Egyptair has 2x daily flights from Cairo to London Heathrow. The UK's busiest airport is EgyptAir's number-one European route by seats for sale this summer. If flights are considered instead, it is second only to Istanbul Airport, on the European aide of the Bosporus.
Heathrow's second flight of the day, which leaves Egypt in the late afternoon, is typically operated by narrowbodies. But this summer, it'll deploy 309-seat B787-9s briefly in July, August, and September, replacing 142-seat A320neos.

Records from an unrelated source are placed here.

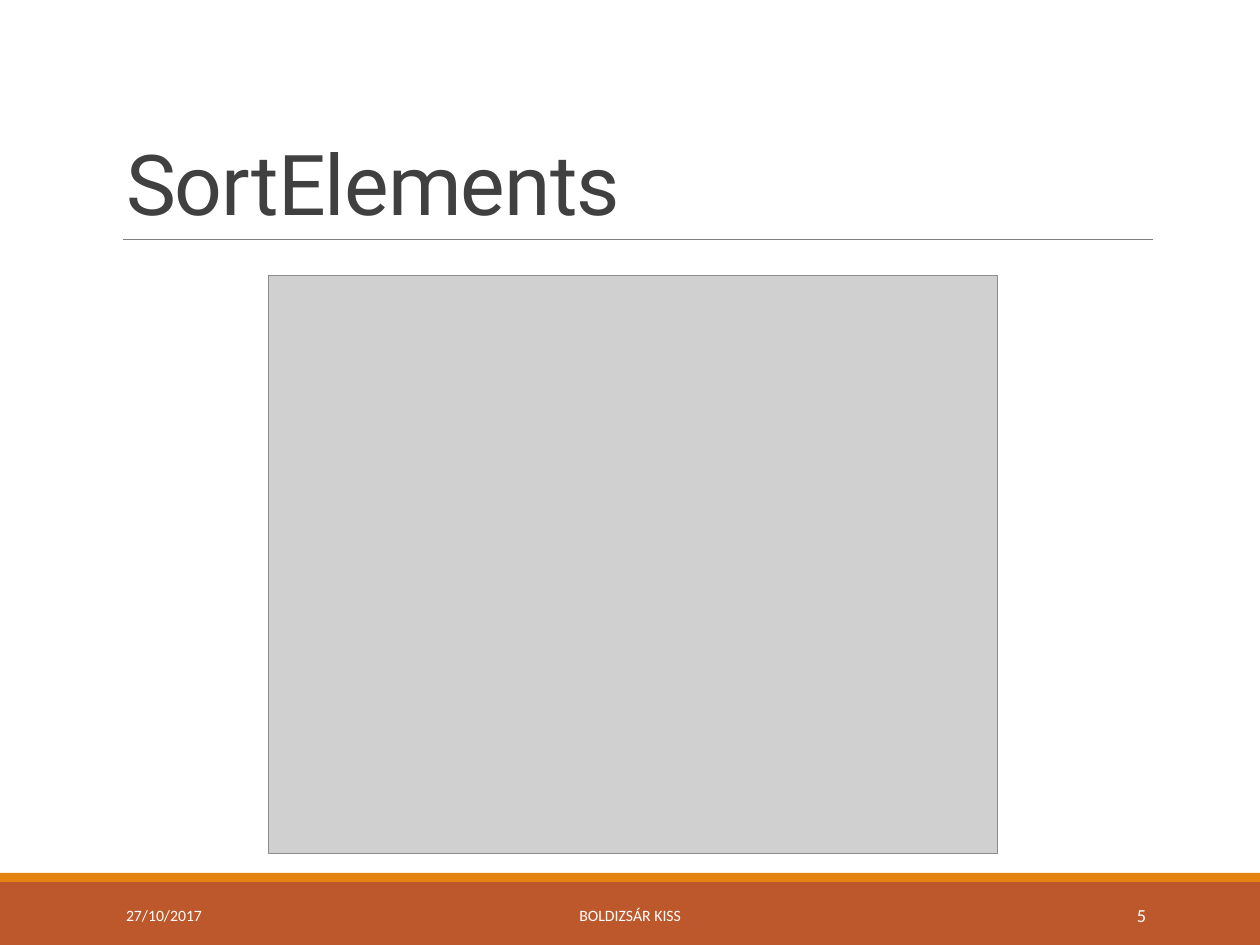
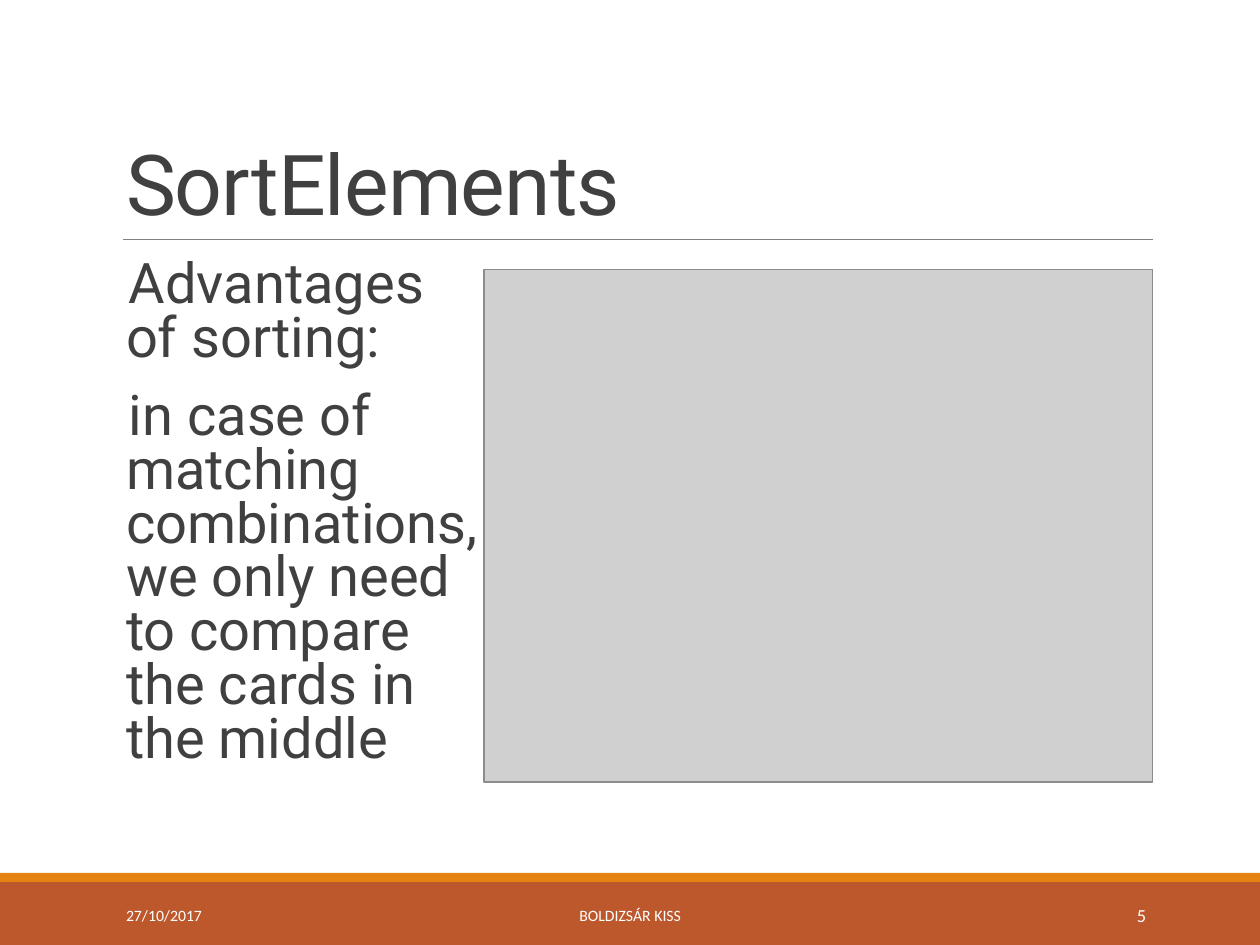
Before and after one commit to green-fox-academy/bpo106, a slide deck: slide 5 of week07/day04/demo/ppt-w07.pptx. Drawn at 1260x945 pixels with LibreOffice and Linux fonts; fonts in the diff are those of the drawing; grey boxes stand for pictures. Boxes give left, top, right and bottom in pixels: in the first picture for what was removed or moved away, otherwise in the second. Text is boxed around its words. In the diff, an @@ line names an element or a change of style, - is before the commit and + after.

```diff
--- a/week07/day04/demo/ppt-w07.pptx
+++ b/week07/day04/demo/ppt-w07.pptx
@@ text added at box(126, 261, 477, 759), 32 pt, text #404040 @@
+  Advantages of sorting:
+  in case of matching combinations, we only need to compare the cards in the middle
@@ picture: place and size @@
-picture at box(268, 276, 997, 854)
+picture at box(484, 270, 1153, 782)
```
Also in this commit, not shown: 2 other slides changed, 1 other file.

This upgauging contributes to Egyptair's Cairo-Heathrow summer capacity rising to 217,000 seats for sale, based on the latest OAG data. That's 3% more than in summer 2019 and the highest number since 2014.
What's happening?
While Egyptair's main Cairo-Heathrow service (MS777/MS778) remains intact, served 1x daily by the B777-300ER, its second daily offering (MS779/MS880) will see the B787-9 on 17 occasions this summer, replacing the A320neo.
OAG shows that the B787 will be used between July 22nd and 31st and from August 29th and September 29th. It'll then revert to the Airbus narrowbody, before the B737-800 takes over from the start of the Northern Hemisphere winter season on October 30th.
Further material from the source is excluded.